In the general population, PCNSL accounts for roughly 4% of primary brain tumors and 1% of all non-Hodgkin lymphoma. In HIV-infected individuals it is an important etiology of focal brain lesions (FBLs) with a reported incidence of 2–6%, at least 1000 times higher than that in the general population. [1]

Patients with PCNSL present with lethargy, headache, focal neurologic symptoms and signs, and mental status changes (see Clinical).

On CT scan or MRI, lesions are more often single than multiple and enhance with contrast. A biopsy often is required to differentiate toxoplasmosis and progressive multifocal leukoencephalopathy (PML) lesions from lymphoma (see Workup).

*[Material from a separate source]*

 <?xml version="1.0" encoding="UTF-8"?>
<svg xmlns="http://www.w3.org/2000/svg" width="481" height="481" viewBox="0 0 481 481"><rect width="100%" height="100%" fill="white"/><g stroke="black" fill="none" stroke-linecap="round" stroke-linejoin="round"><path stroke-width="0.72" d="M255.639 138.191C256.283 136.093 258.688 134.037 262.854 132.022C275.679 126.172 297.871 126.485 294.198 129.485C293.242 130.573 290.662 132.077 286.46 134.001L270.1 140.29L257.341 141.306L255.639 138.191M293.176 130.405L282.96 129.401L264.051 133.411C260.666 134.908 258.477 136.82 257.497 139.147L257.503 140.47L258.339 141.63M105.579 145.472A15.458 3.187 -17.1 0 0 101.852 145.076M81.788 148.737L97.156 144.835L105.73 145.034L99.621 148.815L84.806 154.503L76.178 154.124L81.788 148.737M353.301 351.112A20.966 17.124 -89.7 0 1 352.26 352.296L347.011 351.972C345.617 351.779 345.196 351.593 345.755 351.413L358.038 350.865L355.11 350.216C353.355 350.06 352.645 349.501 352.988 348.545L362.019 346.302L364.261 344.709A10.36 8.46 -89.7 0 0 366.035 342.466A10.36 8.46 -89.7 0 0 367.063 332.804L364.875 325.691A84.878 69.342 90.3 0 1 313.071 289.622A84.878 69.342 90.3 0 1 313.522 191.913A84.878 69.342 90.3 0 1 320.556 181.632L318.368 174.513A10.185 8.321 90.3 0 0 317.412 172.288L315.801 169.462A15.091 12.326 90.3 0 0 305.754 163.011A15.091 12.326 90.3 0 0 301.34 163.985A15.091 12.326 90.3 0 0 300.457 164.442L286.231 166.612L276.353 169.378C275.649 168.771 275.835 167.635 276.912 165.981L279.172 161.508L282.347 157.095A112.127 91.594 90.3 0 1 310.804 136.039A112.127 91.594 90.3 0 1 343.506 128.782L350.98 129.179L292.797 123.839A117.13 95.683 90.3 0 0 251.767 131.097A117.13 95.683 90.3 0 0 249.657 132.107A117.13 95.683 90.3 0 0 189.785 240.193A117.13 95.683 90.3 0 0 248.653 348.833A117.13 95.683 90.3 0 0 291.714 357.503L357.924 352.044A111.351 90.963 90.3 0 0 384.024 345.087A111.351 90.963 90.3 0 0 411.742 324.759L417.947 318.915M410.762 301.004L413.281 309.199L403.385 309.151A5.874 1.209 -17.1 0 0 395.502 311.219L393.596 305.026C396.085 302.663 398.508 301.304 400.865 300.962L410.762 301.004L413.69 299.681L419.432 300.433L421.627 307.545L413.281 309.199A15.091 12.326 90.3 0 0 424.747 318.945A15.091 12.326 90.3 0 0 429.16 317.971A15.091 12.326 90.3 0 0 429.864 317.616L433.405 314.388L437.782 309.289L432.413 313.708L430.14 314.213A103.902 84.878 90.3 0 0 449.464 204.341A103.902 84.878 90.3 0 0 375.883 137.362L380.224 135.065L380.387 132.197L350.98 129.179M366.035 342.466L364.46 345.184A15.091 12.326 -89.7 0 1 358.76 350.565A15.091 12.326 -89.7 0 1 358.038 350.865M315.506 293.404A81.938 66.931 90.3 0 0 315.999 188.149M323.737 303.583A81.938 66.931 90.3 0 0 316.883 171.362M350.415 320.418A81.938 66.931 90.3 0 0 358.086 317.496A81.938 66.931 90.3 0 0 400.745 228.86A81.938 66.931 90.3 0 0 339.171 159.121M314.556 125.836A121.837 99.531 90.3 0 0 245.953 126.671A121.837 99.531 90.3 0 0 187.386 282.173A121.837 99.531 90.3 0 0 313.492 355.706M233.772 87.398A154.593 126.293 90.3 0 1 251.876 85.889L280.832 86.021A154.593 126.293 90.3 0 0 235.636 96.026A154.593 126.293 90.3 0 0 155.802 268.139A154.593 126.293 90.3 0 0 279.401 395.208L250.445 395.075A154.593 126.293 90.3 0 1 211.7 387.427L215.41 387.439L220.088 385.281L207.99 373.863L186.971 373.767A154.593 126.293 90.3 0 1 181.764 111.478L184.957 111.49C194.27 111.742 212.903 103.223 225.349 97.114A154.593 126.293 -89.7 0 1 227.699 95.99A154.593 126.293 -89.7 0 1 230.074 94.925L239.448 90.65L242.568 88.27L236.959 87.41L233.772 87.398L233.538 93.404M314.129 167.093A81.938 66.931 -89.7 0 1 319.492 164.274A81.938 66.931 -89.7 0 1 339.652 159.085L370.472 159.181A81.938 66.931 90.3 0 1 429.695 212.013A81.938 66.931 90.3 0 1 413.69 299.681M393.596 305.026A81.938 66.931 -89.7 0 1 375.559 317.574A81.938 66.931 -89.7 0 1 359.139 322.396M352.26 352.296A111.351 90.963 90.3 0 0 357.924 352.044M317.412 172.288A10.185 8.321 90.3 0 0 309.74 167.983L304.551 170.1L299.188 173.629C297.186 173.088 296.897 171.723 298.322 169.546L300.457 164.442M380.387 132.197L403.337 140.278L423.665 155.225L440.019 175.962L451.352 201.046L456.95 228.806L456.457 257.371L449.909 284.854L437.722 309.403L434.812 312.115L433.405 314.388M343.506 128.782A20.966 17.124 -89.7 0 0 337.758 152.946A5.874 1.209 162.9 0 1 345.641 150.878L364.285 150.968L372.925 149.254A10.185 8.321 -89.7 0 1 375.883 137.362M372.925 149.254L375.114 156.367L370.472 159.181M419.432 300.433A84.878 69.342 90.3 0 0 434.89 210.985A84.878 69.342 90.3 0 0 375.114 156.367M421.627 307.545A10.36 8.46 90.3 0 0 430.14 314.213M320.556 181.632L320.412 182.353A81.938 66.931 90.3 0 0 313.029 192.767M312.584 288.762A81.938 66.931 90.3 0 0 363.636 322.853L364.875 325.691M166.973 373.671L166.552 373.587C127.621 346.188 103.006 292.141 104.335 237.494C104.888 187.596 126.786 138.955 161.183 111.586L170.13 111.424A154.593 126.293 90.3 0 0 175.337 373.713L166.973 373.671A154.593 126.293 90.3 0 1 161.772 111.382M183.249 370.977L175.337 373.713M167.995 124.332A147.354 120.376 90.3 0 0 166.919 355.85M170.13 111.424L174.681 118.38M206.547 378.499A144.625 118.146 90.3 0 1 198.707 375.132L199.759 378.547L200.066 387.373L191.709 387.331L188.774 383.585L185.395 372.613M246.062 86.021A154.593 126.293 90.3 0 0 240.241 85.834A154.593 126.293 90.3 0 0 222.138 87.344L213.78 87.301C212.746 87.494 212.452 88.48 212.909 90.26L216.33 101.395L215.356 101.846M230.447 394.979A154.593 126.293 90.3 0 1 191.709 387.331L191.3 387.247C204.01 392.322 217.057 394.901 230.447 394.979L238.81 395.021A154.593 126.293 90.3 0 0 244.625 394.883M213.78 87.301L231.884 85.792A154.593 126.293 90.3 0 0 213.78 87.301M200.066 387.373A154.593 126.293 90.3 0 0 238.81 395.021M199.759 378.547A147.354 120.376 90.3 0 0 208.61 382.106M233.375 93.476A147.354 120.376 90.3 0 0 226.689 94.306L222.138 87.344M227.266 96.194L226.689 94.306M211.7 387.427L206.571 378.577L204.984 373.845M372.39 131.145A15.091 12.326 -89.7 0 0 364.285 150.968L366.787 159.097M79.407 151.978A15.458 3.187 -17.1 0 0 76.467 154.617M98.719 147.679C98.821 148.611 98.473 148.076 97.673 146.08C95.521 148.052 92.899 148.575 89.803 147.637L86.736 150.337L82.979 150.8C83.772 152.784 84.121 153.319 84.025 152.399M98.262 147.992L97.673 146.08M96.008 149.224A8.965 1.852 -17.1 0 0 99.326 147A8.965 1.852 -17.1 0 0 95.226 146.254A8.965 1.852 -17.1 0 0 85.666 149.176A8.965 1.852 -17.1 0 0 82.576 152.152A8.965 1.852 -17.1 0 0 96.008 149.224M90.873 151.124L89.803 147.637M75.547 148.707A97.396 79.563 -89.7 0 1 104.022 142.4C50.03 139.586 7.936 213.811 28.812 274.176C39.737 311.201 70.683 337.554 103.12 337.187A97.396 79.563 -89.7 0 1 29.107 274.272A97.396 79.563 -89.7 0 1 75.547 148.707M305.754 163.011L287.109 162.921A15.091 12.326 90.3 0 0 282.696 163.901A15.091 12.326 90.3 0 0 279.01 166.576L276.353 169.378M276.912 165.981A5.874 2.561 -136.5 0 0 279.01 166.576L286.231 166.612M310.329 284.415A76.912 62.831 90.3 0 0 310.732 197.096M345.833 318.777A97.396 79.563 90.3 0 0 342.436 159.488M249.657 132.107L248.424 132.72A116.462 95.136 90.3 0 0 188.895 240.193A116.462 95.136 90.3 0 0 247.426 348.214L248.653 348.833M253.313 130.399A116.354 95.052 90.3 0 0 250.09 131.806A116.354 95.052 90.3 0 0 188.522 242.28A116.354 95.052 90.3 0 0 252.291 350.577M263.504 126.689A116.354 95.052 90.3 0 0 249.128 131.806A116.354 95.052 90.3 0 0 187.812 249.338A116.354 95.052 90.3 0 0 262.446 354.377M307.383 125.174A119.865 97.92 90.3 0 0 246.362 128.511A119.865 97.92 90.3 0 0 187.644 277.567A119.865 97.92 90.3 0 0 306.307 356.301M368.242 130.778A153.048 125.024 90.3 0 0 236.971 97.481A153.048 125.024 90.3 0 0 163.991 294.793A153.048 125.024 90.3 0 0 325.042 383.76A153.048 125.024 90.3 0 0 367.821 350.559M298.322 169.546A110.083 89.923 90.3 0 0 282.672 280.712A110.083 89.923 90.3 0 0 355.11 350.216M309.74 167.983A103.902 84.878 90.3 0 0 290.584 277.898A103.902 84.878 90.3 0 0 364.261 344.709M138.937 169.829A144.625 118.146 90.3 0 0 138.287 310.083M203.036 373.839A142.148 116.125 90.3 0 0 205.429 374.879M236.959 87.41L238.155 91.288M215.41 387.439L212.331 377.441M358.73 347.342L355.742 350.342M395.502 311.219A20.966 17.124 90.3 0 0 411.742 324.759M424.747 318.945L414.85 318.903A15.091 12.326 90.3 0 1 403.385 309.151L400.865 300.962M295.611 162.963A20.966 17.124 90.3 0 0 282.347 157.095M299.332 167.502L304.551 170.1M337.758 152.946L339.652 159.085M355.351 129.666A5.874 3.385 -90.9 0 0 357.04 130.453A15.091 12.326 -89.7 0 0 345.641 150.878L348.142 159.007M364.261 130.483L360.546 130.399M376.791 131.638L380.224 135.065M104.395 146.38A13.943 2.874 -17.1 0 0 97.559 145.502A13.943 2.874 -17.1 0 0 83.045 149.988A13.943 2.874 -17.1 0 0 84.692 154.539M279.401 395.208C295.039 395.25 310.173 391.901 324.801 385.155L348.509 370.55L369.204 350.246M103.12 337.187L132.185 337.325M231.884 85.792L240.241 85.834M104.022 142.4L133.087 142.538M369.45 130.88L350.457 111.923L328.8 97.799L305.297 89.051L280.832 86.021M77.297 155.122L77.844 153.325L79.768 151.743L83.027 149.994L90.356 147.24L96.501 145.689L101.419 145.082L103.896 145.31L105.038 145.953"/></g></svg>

The prognosis is better if both chemotherapy and radiation therapy are administered. The likelihood of a diagnosis of PCNSL increases in Toxoplasma-seronegative patients with a mass effect on imaging studies if EBV DNA was detected in the CSF. Steroid therapy should be avoided whenever possible until a diagnosis has been established, as rapid necrosis of lesions may occur before biopsy. [2]


Etiology and Pathogenesis

HIV-associated primary central nervous system lymphoma (PCNSL) is typically of B-cell origin. Almost 100% of affected patients have evidence of EBV in the lymphomatous lesions and the CSF, where it is accompanied by impaired specific T-cell responses against EBV antigens. EBV transformation of chronically activated B cells is probably responsible for lymphoma development. The T cells in HIV-infected patients suppress the EBV-infected B cells less effectively. In addition, development of this opportunistic neoplasm is associated with CD4+ lymphocyte counts below 100 cells/µL. [3]



United States statistics

Primary central nervous system lymphoma (PCNSL) is the second-most common mass lesion (after toxoplasmosis) in patients with acquired immunodeficiency syndrome (AIDS), occurring in up to 5% of these patients. In up to 0.6% of patients, it is the presenting feature of AIDS. A definite decline in the incidence of HIV-associated CNS lymphoma has occurred since the adoption of highly active antiretroviral therapy (HAART).

International statistics

In a retrospective analysis at a German center, the incidence of primary CNS lymphoma peaked at 5.33 per 1000 person-years from 1991-1994 (pre-HAART) and then declined to 0.32 per 1000 person-years after 1999 (post-HAART). [4]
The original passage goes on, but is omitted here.